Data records
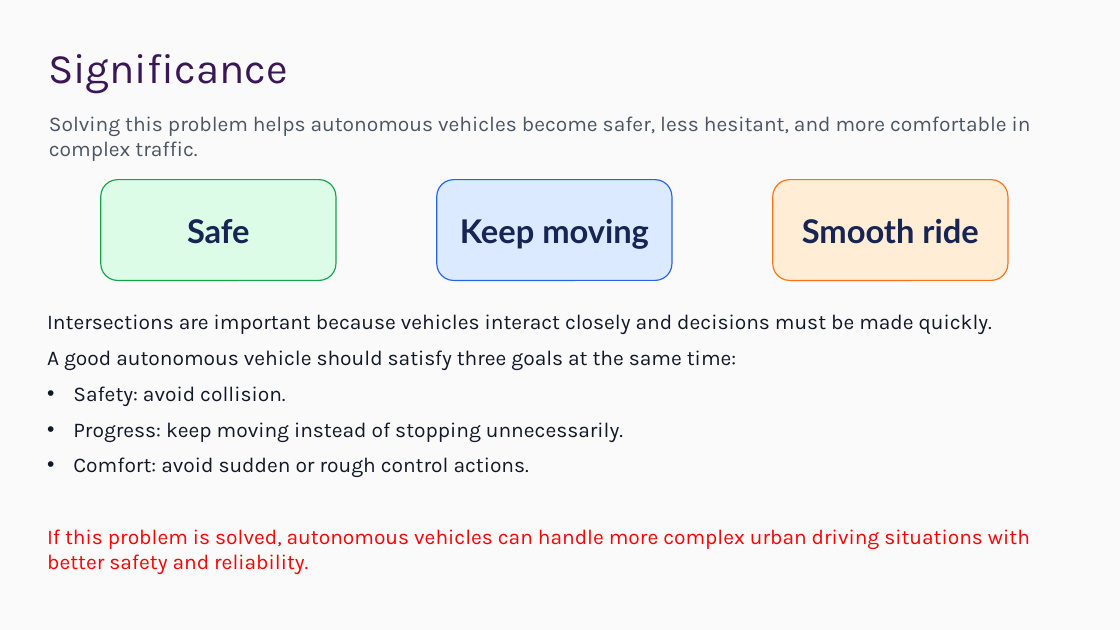
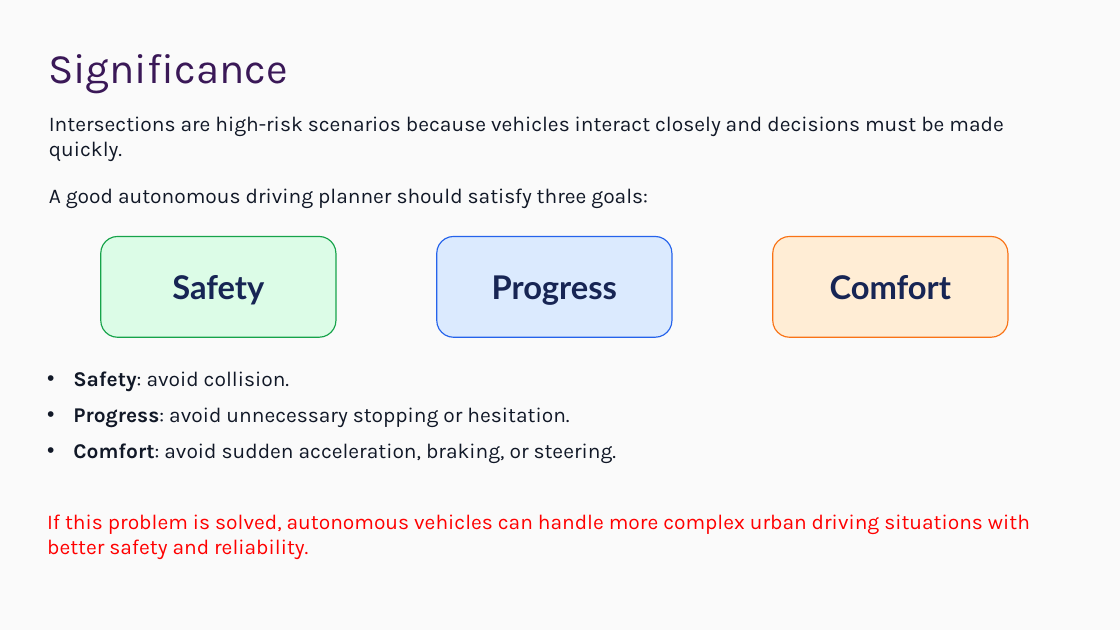
Before and after one commit to ChrisXiejq/Research-Project-IMLS, a slide deck: slide 5 of docs/presentation/25027138 - Presentation.pptx (slide 4 before the commit). Drawn at 1120x630 pixels with LibreOffice and Linux fonts; fonts in the diff are those of the drawing; background and template pictures are left out. Boxes give left, top, right and bottom in pixels: in the first picture for what was removed or moved away, otherwise in the second. Text is boxed around its words. In the diff, an @@ line names an element or a change of style, - is before the commit and + after.

```diff
--- a/docs/presentation/25027138 - Presentation.pptx
+++ b/docs/presentation/25027138 - Presentation.pptx
@@ text at box(49, 116, 1003, 208): text changed; text colour #4B5563 to #111827 @@
-Solving this problem helps autonomous vehicles become safer, less hesitant, and more comfortable in complex traffic.
+Intersections are high-risk scenarios because vehicles interact closely and decisions must be made quickly.
+A good autonomous driving planner should satisfy three goals:
@@ rounded rectangle removed at box(101, 180, 336, 281) @@
-Safe
@@ rounded rectangle removed at box(437, 180, 672, 281) @@
-Keep moving
@@ rounded rectangle removed at box(773, 180, 1008, 281) @@
-Smooth ride
@@ rounded rectangle added at box(101, 237, 336, 338), fill #DCFCE7, outline #16A34A 1 pt, 28 pt, text #172554, bold @@
+Safety
@@ rounded rectangle added at box(437, 237, 672, 338), fill #DBEAFE, outline #2563EB 1 pt, 28 pt, text #172554, bold @@
+Progress
@@ rounded rectangle added at box(773, 237, 1008, 338), fill #FFEDD5, outline #F97316 1 pt, 28 pt, text #172554, bold @@
+Comfort
@@ text at box(47, 314, 992, 370): paragraphs removed @@
-Intersections are important because vehicles interact closely and decisions must be made quickly.
-A good autonomous vehicle should satisfy three goals at the same time:
@@ text "Safety: avoid collision.": place and size @@
-text "Safety: avoid collision." at box(47, 314, 1030, 574)
+text "Safety: avoid collision." at box(47, 371, 1030, 559)
@@ text at box(73, 371, 289, 392): bold on in "Safety:" @@
@@ text at box(73, 407, 617, 463): text changed @@
-• Progress: keep moving instead of stopping unnecessarily.
-• Comfort: avoid sudden or rough control actions.
+• Progress: avoid unnecessary stopping or hesitation.
+• Comfort: avoid sudden acceleration, braking, or steering.
```
Also in this commit, not shown: 5 other slides changed, 3 slides added, 2 slides removed, 2 other files.

WORK ORDER: Whenever a line in the records above contains the string "stopping", copy that line.

SOLUTION FOR THIS PROBLEM:
-• Progress: keep moving instead of stopping unnecessarily.
+• Progress: avoid unnecessary stopping or hesitation.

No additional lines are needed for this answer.